40. Ground nos. 2 and 3 are thus allowed, and ground no. 4 is dismissed.
41. By way of additional ground, the assessee has raised the following grievance:
Non-applicability of provision of section 44C of the Income-tax Act, 1961 (Act)
Based on the facts and circumstances of the case and in law, the learned AO be directed to allow the deduction for entire expenses incurred at the head office as is attributable to the business of the Appellant in India, and not restrict the same by applying the provisions of section 44C of the Act, on the basis that the provisions of section 44C of the Act does not apply to the Appellant in accordance with the provisions of Article 25 – ‘Non-Discrimination’ of the Double Taxation Avoidance Agreement entered between the Government of India and Government of Korea.

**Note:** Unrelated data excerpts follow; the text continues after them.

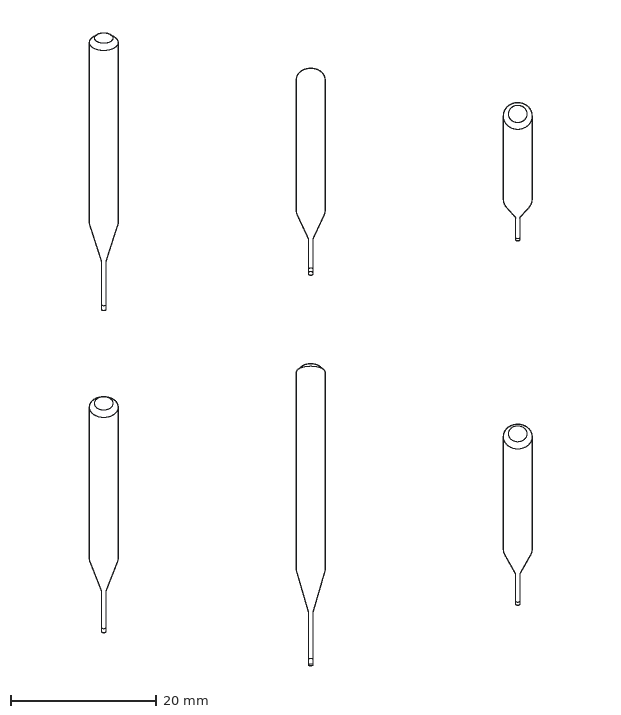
import cadquery as cq

total_length = 45.0
shank_radius = 2.002
end_chamfer = 0.7

tip_radius = 0.338
tip_length = 0.8

neck_radius = 0.3
neck_relief_length = 0.15
neck_top = 7.8

collar_radius = 0.338
collar_top = 8.0
cone_top = 14.3


def make_cutting_tip():
    """Plain cylinder at the bottom end of the tool."""
    return cq.Workplane("XY").circle(tip_radius).extrude(tip_length)


def make_shank():
    """Neck, cone and chamfered shank, revolved as one body about Z."""
    profile = [
        (0, tip_length),
        (tip_radius, tip_length),
        (neck_radius, tip_length + neck_relief_length),
        (neck_radius, neck_top),
        (collar_radius, collar_top),
        (shank_radius, cone_top),
        (shank_radius, total_length - end_chamfer),
        (shank_radius - end_chamfer, total_length),
        (0, total_length),
    ]
    return cq.Workplane("XZ").polyline(profile).close().revolve(360, (0, 0, 0), (0, 1, 0))


cutting_tip = make_cutting_tip()
shank = make_shank()

result = cq.Compound.makeCompound([cutting_tip.val(), shank.val()])

42. Learned counsel for the assessee submits that the issue now being raised is a purely legal issue which could not inadvertently be raised earlier. It is pointed out in the light of NTPC Vs CIT [(1999) 229 ITR 383 (SC)], such an issue can be legitimately raised even at this stage before the Tribunal. He, however, fairly submits that as this aspect of the matter has not been examined by any of the authorities below at any stage, in all fairness, the additional ground is required to be remitted to the file of the Assessing Officer for adjudication on merits. Learned Departmental Representative fairly does not oppose the prayer so made by the learned counsel for the assesseee.
43. In view of the above discussions, as also bearing in mind the entirety of the case, we admit the additional ground of appeal but remit the matter to the file of the Assessing Officer for adjudication on merits. Ordered, accordingly.
44. The additional ground of appeal is thus admitted and allowed for statistical purposes.
45. In the result, the appeal is partly allowed in the terms indicated above.
46. We will now take up the cross objections.
47. Turning to the cross-objections filed by the Assessing Officer, learned representatives fairly submit that as the assessee is not pressing the ground no. 4, i.e. against the taxability of interest income received by the permanent establishment from its head office, the issues raised in the cross-objections are rendered academic, and do not call for any specific adjudication. The cross-objections are thus liable to be dismissed as infructuous.
48. In the result, the cross-objections are dismissed.
49. To sum up, while the appeal is partly allowed, the cross-objections are dismissed as infructuous. Pronounced in the open court today on the 27th day of June, 2022.